Since the minimum insurance requirements often aren’t enough to cover all of the damages sustained in a distracted driving accident, you can also file a lawsuit in civil court against the at-fault driver. This is different from the personal injury claim filed with the insurance company. Your lawsuit seeks compensation for your damages not covered by insurance caps.

Proving Liability in a Distracted Driving Accident

Before you can submit a claim with the at-fault driver’s insurance carrier, you need to prove the elements of negligence:

  • Duty of care: This is the duty all drivers owe to others on the road. In other words, all drivers must follow all traffic rules.
  • Breach of duty: A breach of duty occurs when a driver doesn’t take reasonable care. This can include using a cell phone while driving. The driver is distracted by the device and this causes the resulting accident.
  • Causation: You must show your injuries and/or property damage is the direct result of the distracted driving accident. Your medical records and accident report can help support this part of your claim.
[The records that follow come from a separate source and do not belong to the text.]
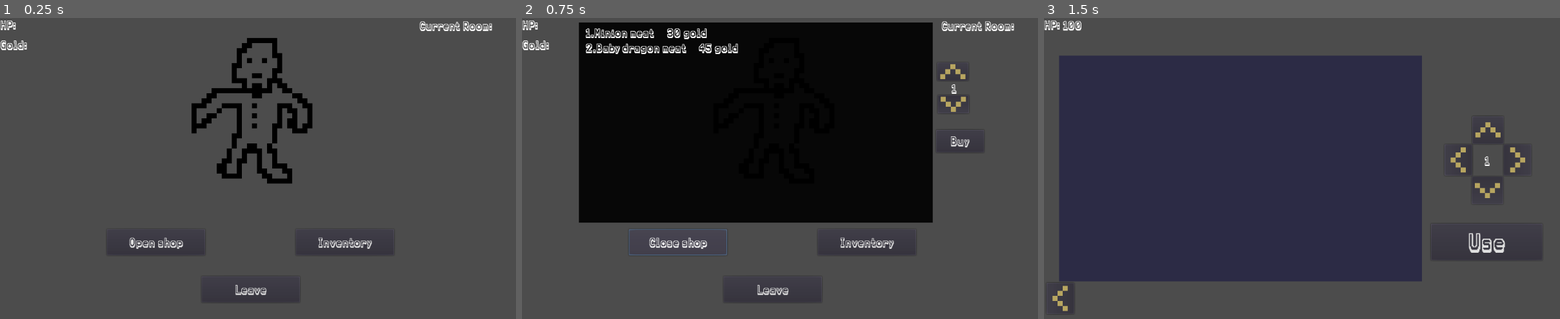
Above: before the commit, frames 1-3 (left to right).
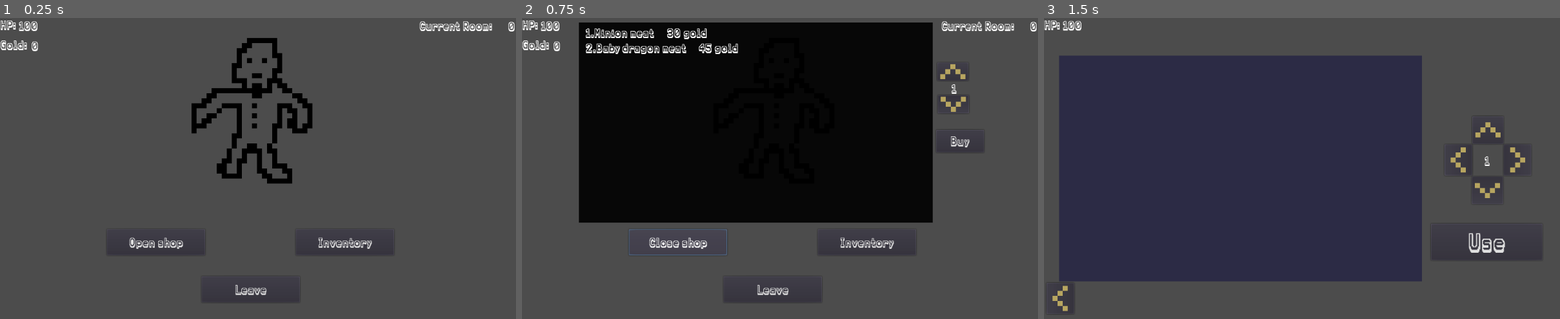
Above: after the commit, the same moments.

Repository: xFrenchy/Zeiga
Game: Godot game, scene res://Scenes_Scripts/TravelingMerchant.tscn
Two runs of this game, one before a commit and one after it. Both use one fixed random seed, a clock stepped at 60 frames per second and the inputs below. This scene is started directly instead of the project's main scene.
Inputs:
- Up to frame 1 (0.25 s): no input
- Up to frame 2 (0.75 s): click "Open shop" at 0.5 s
- Up to frame 3 (1.5 s): click "Inventory" at 1.25 s

The runs differ from the first frame. In frame 1, 0.2% of the frame differs, in the area x 3-100%, y 1-12%; in frame 2, 0.2%; in frame 3, nothing differs.

Commit message:
Updated HUD variable to show when the scene loads, adjusted room number label alignment

Diff:
--- a/Scenes_Scripts/TravelingMerchant.gd
+++ b/Scenes_Scripts/TravelingMerchant.gd
@@ -9,6 +9,12 @@
 
 # Called when the node enters the scene tree for the first time.
 func _ready():
+	$HealthNumberLabel.text = str(Globals.player_health)
+	$HealthNumberLabel.show()
+	$GoldNumberLabel.text = str(Globals.gold)
+	$GoldNumberLabel.show()
+	$RoomNumberLabel.text = str(Globals.room_number)
+	$RoomNumberLabel.show()
 	$InventoryHUD.hide()
 	$ShopBackground.hide()
 	$Up.hide()
--- a/Scenes_Scripts/TravelingMerchant.tscn
+++ b/Scenes_Scripts/TravelingMerchant.tscn
@@ -17,6 +17,8 @@
 
 [node name="TravelingMerchant" index="0" instance=ExtResource( 1 )]
 script = ExtResource( 2 )
+encounter_type = "Shop"
+encounter_message = "Might have some good items in the store"
 
 [node name="Sprite" parent="." index="0"]
 texture = ExtResource( 3 )
@@ -80,6 +82,7 @@
 margin_right = 522.0
 margin_bottom = -145.0
 custom_fonts/font = SubResource( 1 )
+align = 2
 __meta__ = {
 "_edit_lock_": true
 }

If you can prove the distracted driver’s actions are negligent and the direct cause of your damages, you can file a personal injury claim with the insurance company. From there, it’s up to you and your attorney to negotiate a settlement that covers your damages.

Protect Your Legal Rights After a Distracted Driving Accident

Distracted driving accidents happen every day, and you may find yourself involved in this type of vehicle collision. Instead of trying to navigate negligence rules on your own, talk to an experienced personal injury attorney. 

Your attorney will help ensure your rights are protected and you receive adequate compensation for your damages, allowing you to focus on your recovery without the added stress of the extra legal complexities you could face.